Of like import is Carlson v. Naddy, 181 Minn. 180, 181, 232 N. W. 3, 4, from which we quote:
“* * * An instruction was requested for defendant that ‘contributory negligence would be such negligence as contributed in the slightest degree to the injury.’ That instruction was properly refused. It is objectionable for the reasons stated in [the Minnesota cases cited]. A ‘correct statement is that the plaintiff’s negligence, to prevent a recovery, must contribute proximately to the injury as a cause.’ * * * The question is not as to the amount of a plaintiff’s negligence, if any, but whether, if present at all, it contributed as a cause proximately to the result.”
Defendants rely upon Hubenette v. Ostby, 213 Minn. 349, 6 N. W. (2d) 637. There, plaintiff had been riding with defendant driver many hours at speeds of 70 to 80 miles per hour. Plaintiff had repeatedly protested the high rate of speed, but to no avail. Instead, defendant driver bragged (213 Minn. 351, 6 N. W. [2d] 639), “The car can go easily 80 miles, that is nothing for this car.” As he passed another car, he remarked, “Watch me make that car go backwards.” Defendant was traveling at that rate of speed when the accident occurred.
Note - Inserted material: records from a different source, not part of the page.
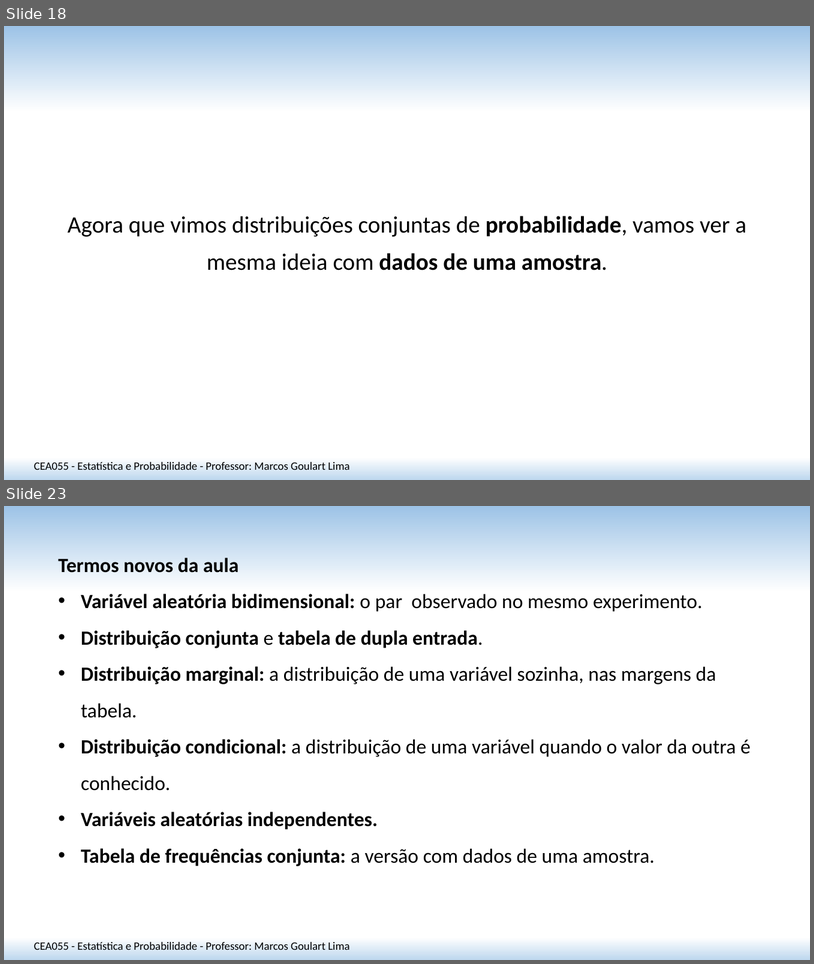
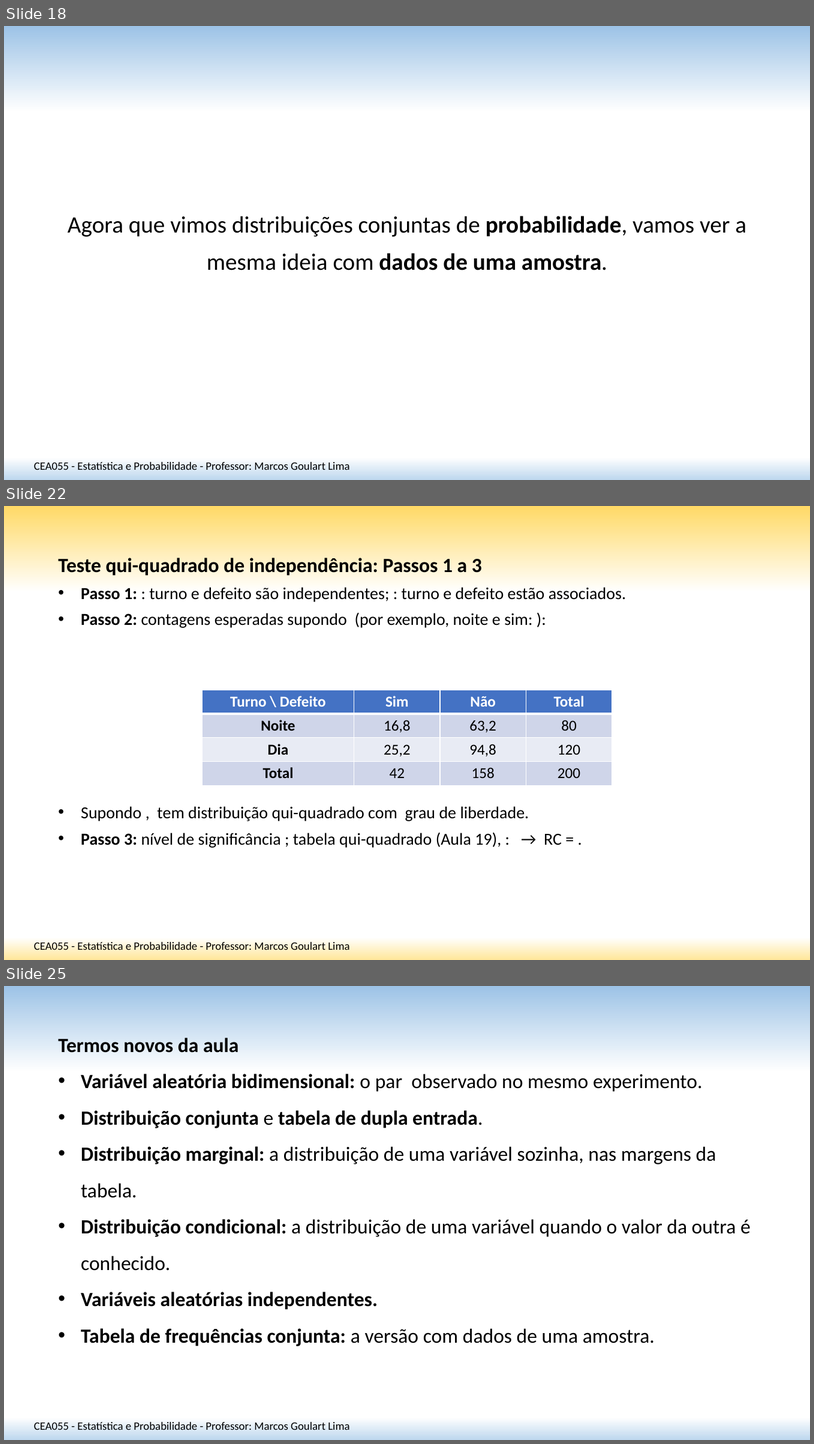
Before and after one commit to matmarcos/minhas-aulas, a slide deck: content/2026-2/cea055-estatistica-probabilidade/23-va-multidimensionais-distribuicoes-conjuntas/Aula_23_VA_Multidimensionais_Distribuicoes_Conjuntas_SITE.pptx. Shown one above the other, each under a label of ours: slides 18 and 23 before the commit, slides 18, 22 and 25 after it; the slides between them are not shown. The pictures are 814x964 and 814x1444 pixels, drawn with LibreOffice and Linux fonts; fonts in the diff are those of the drawing. Boxes give left, top, right and bottom in pixels: in the first picture for what was removed or moved away, otherwise in the second. Text is boxed around its words. In the diff, an @@ line names an element or a change of style, - is before the commit and + after.

```diff
--- a/content/2026-2/cea055-estatistica-probabilidade/23-va-multidimensionais-distribuicoes-conjuntas/Aula_23_VA_Multidimensionais_Distribuicoes_Conjuntas_SITE.pptx
+++ b/content/2026-2/cea055-estatistica-probabilidade/23-va-multidimensionais-distribuicoes-conjuntas/Aula_23_VA_Multidimensionais_Distribuicoes_Conjuntas_SITE.pptx
@@ slide 22 added at [4,506,810,960], background gradient #FFD966 to #FFFFFF to #FFE699 @@
@@ text added at [58,558,626,628], 20 pt, text #000000 @@
+Teste qui-quadrado de independência: Passos 1 a 3
+• Passo 1: : turno e defeito são independentes; : turno e defeito estão associados.
+• Passo 2: contagens esperadas supondo (por exemplo, noite e sim: ):
@@ table added at [203,690,612,785], 4 rows, 4 columns @@
+Turno \ Defeito | Sim | Não | Total
+Noite | 16,8 | 63,2 | 80
+Dia | 25,2 | 94,8 | 120
+Total | 42 | 158 | 200
@@ text added at [81,806,562,847], 20 pt, text #000000 @@
+• Supondo , tem distribuição qui-quadrado com grau de liberdade.
+• Passo 3: nível de significância ; tabela qui-quadrado (Aula 19), : → RC = .
@@ text added at [34,940,350,949], 13.5 pt, text #000000 @@
+CEA055 - Estatística e Probabilidade - Professor: Marcos Goulart Lima
@@ what was slide 23 is now slide 25 @@
```
Also in this commit, not shown: 6 slides changed, 1 other slide added, 3 other files.

We there held that a jury issue was presented as to whether plaintiff should have taken steps for his own *139safety in addition to his ineffective protests. That case differs from the situation here, in that the evidence there clearly showed plaintiff’s knowledge of the driver’s high and dangerous rate of speed. Danger must have been plainly apparent to him. Such is not the situation here.
We conclude that the trial court’s instruction on the question of decedent’s contributory negligence was erroneous and that a new trial should be had. It is so ordered.